Half the World Away | страница 87
CHAPTER TWENTY-EIGHT
The restaurant is a big, square room on the corner of the block at street level. There are some tables outside, crowding the pavement, and we sit there. It’s fully dark now and the sky is a lurid indigo. Across the road I can see a man in shirt, trousers and baseball cap handing out leaflets. I ask Bradley what he’s selling.
‘Probably mobile-phone contracts or broadband packages,’ he says.
‘I saw on the map there’s a big software park,’ I say.
‘That’s near where Dawn lives,’ Shona says. ‘It’s huge.’
‘Twenty per cent of the world’s computers are made in Chengdu,’ Bradley tells us.
‘Seriously?’ Tom says.
‘Yep.’
‘Our new masters,’ Tom says.
‘Is spicy food OK?’ Rosemary says. ‘Or we can ask for little spice?’

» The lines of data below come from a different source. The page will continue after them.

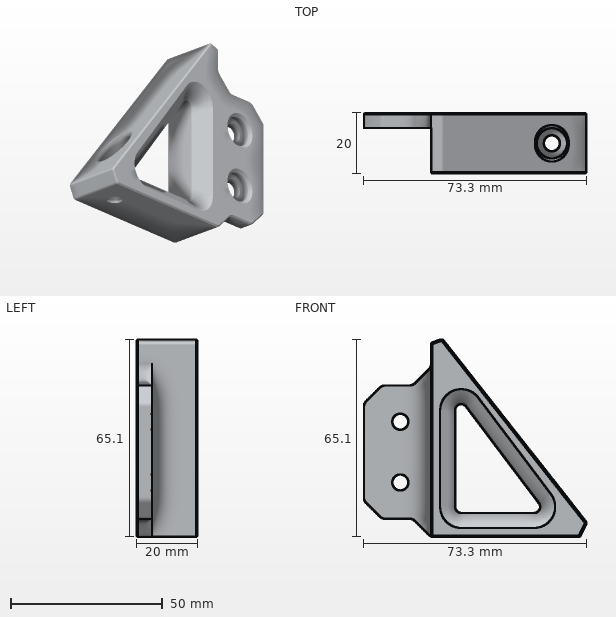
import cadquery as cq
import math

depth = 20.0
plate_thickness = 5.0
edge_chamfer = 0.5

body_left = 22.15
body_height = 70.0
body_length = 55.05
tip_cut = 6.0
tip_radius = 1.0

plate_chamfer = 6.0
plate_bottom = plate_chamfer
plate_top = 50.0
plate_corner_radius = 2.5

window_inset = 8.0
window_left = body_left + window_inset
window_bottom = window_inset
window_corner_radius = 2.0
window_corner_run = 24.0
window_corner_rise = 31.8
window_chamfer = 5.0

hole_diameter = 5.2
counterbore_diameter = 10.0
counterbore_chamfer = 1.0
plate_hole_flare_diameter = 6.45
plate_hole_flare_angle = 45
plate_hole_x = 12.0
plate_hole_spacing = 20.0
plate_counterbore_depth = 2.85
slope_hole_x = 61.95
slope_counterbore_floor = 11.95

front_y = -depth
mid_y = front_y / 2


def prism(points):
    """Extrude an XZ outline from the back face to the front face."""
    return cq.Workplane("XZ").polyline(points).close().extrude(depth)


def nearest(x, y, z):
    """Selector for the edge whose middle lies closest to a point."""
    return cq.selectors.NearestToPointSelector((x, y, z))


def round_corners(solid, corners, radius):
    """Round the front-to-back edges that stand on the given (x, z) corners."""
    for x, z in corners:
        solid = solid.edges("|Y").edges(nearest(x, mid_y, z)).fillet(radius)
    return solid


def make_blank():
    """Full-depth block with the outline of the body and the plate, corners rounded."""
    slope_length = math.hypot(body_length, body_height)
    cut_along_x = tip_cut * body_length / slope_length
    cut_along_z = tip_cut * body_height / slope_length
    body_right = body_left + body_length
    tips = [
        (body_right - tip_cut, 0),
        (body_right - cut_along_x, cut_along_z),
        (body_left + cut_along_x, body_height - cut_along_z),
        (body_left, body_height - tip_cut),
    ]
    neck_x = body_left - plate_chamfer
    plate = [
        (body_left, plate_top + plate_chamfer),
        (neck_x, plate_top),
        (plate_chamfer, plate_top),
        (0, plate_top - plate_chamfer),
        (0, plate_bottom + plate_chamfer),
        (plate_chamfer, plate_bottom),
        (neck_x, plate_bottom),
        (body_left, plate_bottom - plate_chamfer),
    ]
    blank = round_corners(prism(tips + plate), tips, tip_radius)
    return round_corners(blank, plate, plate_corner_radius)


def cut_plate_relief(solid):
    """Remove everything in front of the plate, left of the body."""
    relief = cq.Workplane("XY").box(body_left, depth - plate_thickness, body_height, centered=False)
    return solid.cut(relief.translate((0, front_y, 0)))


def cut_window(solid):
    """Cut the triangular window and chamfer its rim on the front and the back."""
    radius = window_corner_radius
    slope_angle = math.atan2(window_corner_rise, window_corner_run)
    right_reach = radius / math.tan(slope_angle / 2)
    top_reach = radius / math.tan((math.pi / 2 - slope_angle) / 2)
    corners = [
        (window_left, window_bottom),
        (window_left + radius + window_corner_run + right_reach, window_bottom),
        (window_left, window_bottom + radius + window_corner_rise + top_reach),
    ]
    solid = solid.cut(round_corners(prism(corners), corners, radius))
    mid_z = window_bottom + radius + window_corner_rise / 2
    for y in (0, front_y):
        solid = solid.edges(nearest(window_left, y, mid_z)).chamfer(window_chamfer)
    return solid


def cut_plate_holes(solid):
    """Two holes through the plate, counterbored from the back, with a flare at the counterbore floor."""
    mid_z = (plate_bottom + plate_top) / 2
    flare_width = (plate_hole_flare_diameter - hole_diameter) / 2
    flare_depth = flare_width / math.tan(math.radians(plate_hole_flare_angle))
    for side in (-1, 1):
        centre = (plate_hole_x, 0, mid_z + side * plate_hole_spacing / 2)
        face = cq.Workplane("XZ", origin=centre)
        solid = solid.cut(face.circle(hole_diameter / 2).extrude(plate_thickness))
        floor = face.workplane(offset=plate_counterbore_depth)
        solid = solid.cut(face.circle(counterbore_diameter / 2).extrude(plate_counterbore_depth))
        flare = floor.circle(plate_hole_flare_diameter / 2)
        solid = solid.cut(flare.extrude(flare_depth, taper=plate_hole_flare_angle))
        solid = solid.faces(">Y").edges(nearest(*centre)).chamfer(counterbore_chamfer)
    return solid


def cut_slope_hole(solid):
    """Vertical hole through the lower right of the body, counterbored from the sloped side."""
    bottom = cq.Workplane("XY", origin=(slope_hole_x, mid_y, 0))
    solid = solid.cut(bottom.circle(hole_diameter / 2).extrude(body_height))
    bore = bottom.workplane(offset=slope_counterbore_floor)
    solid = solid.cut(bore.circle(counterbore_diameter / 2).extrude(body_height))
    rim_z = body_height * (1 - (slope_hole_x - body_left) / body_length)
    rim = nearest(slope_hole_x, mid_y, rim_z)
    return solid.edges(rim).chamfer(counterbore_chamfer)


result = cut_plate_relief(make_blank())
result = result.faces("<Y or >Y").chamfer(edge_chamfer)
result = cut_window(result)
result = cut_plate_holes(result)
result = cut_slope_hole(result)
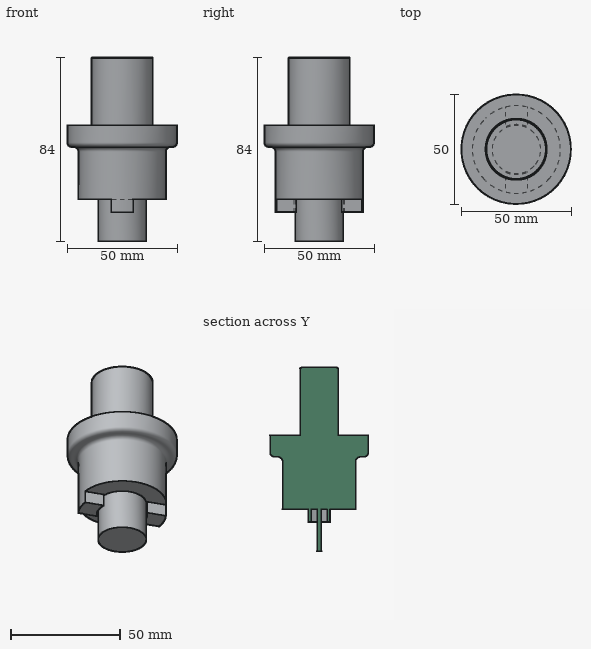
import cadquery as cq

total_height = 84.0
flange_top = 53.0
flange_thickness = 10.0
sleeve_top = 31.0
sleeve_bottom = 19.2
lug_bottom = 13.4

shank_radius = 14.0
flange_radius = 25.0
body_radius = 20.0
pin_radius = 11.0

shank_chamfer = 0.5
flange_fillet = 2.0
neck_fillet = 2.0

lug_width = 10.0
lug_bore_radius = 11.5

flange_bottom = flange_top - flange_thickness


def make_spindle():
    """Shank, flange and upper body as one turned profile in the XZ plane."""
    return (
        cq.Workplane("XZ")
        .moveTo(0, sleeve_top)
        .lineTo(body_radius, sleeve_top)
        .lineTo(body_radius, flange_bottom - neck_fillet)
        .radiusArc((body_radius + neck_fillet, flange_bottom), neck_fillet)
        .lineTo(flange_radius - flange_fillet, flange_bottom)
        .radiusArc((flange_radius, flange_bottom + flange_fillet), -flange_fillet)
        .lineTo(flange_radius, flange_top)
        .lineTo(shank_radius, flange_top)
        .lineTo(shank_radius, total_height - shank_chamfer)
        .lineTo(shank_radius - shank_chamfer, total_height)
        .lineTo(0, total_height)
        .close()
        .revolve(360, (0, 0, 0), (0, 1, 0))
    )


def make_sleeve():
    """Lower part of the body, ending in two opposed drive lugs on the Y axis."""
    ring_height = sleeve_top - sleeve_bottom
    lug_height = sleeve_bottom - lug_bottom
    ring = cq.Workplane("XY").workplane(offset=sleeve_bottom).circle(body_radius).extrude(ring_height)
    lug_base = cq.Workplane("XY").workplane(offset=lug_bottom)
    lug_ring = lug_base.circle(body_radius).circle(lug_bore_radius).extrude(lug_height)
    lug_strip = lug_base.rect(lug_width, 2 * body_radius).extrude(lug_height)
    return ring.union(lug_ring.intersect(lug_strip))


def make_pin():
    """Pilot pin below the sleeve."""
    return cq.Workplane("XY").circle(pin_radius).extrude(sleeve_top)


result = make_spindle().union(make_sleeve()).union(make_pin())

It would be handy to have some sort of rating system on the menus, sticks of dynamite, maybe, or little bonfires.
We’re at a picnic table with bench seats. Tom and Shona are forced to sit sideways, Tom at my left and Shona to my right, as their legs won’t fit underneath. In the centre of the table is a large hole and below it a Calor-gas canister. We agree to try the standard hotpot menu. Rosemary and Bradley chatter in Chinese and then Bradley orders.
It’s ten at night and the street is still busy. There is a stall opposite us, piled with cherries and lychees and – it takes me a moment to identify them – goldfish in bags. A group of teenagers sit on their scooters, playing with their phones. I watch a couple walking with a toddler. The child holds the string to a shiny gold balloon that bobs above her. She keeps glancing up at it as though she’s afraid it will fly away, or burst.
I’m so tired that I wonder if I could just make my apologies and leave. My back feels as though the vertebrae are fused together. My eyes are gritty. Around us the other diners – all Chinese – talk with raised voices to compete with the traffic and each other.
We are served small bowls of pale green tea and provided with chopsticks, bowls and spoons in a cellophane pack. There is a plastic box of tissues at either end of the table and small wastebaskets on the floor. I sip the tea. Beer arrives, and I drink some of that.
‘So, your scooter was nicked?’ Tom says to Shona.
‘Yes.’ She pulls a face.
‘Nightmare,’ Rosemary says.
‘Does it happen a lot?’ Tom says.
‘Yes,’ Shona says.
‘I wish someone would steal mine,’ Bradley jokes. ‘I fancy a new one. But there’s a garage at my place,’ he explains, ‘in the basement with a security guy. No one is going to mess with him.’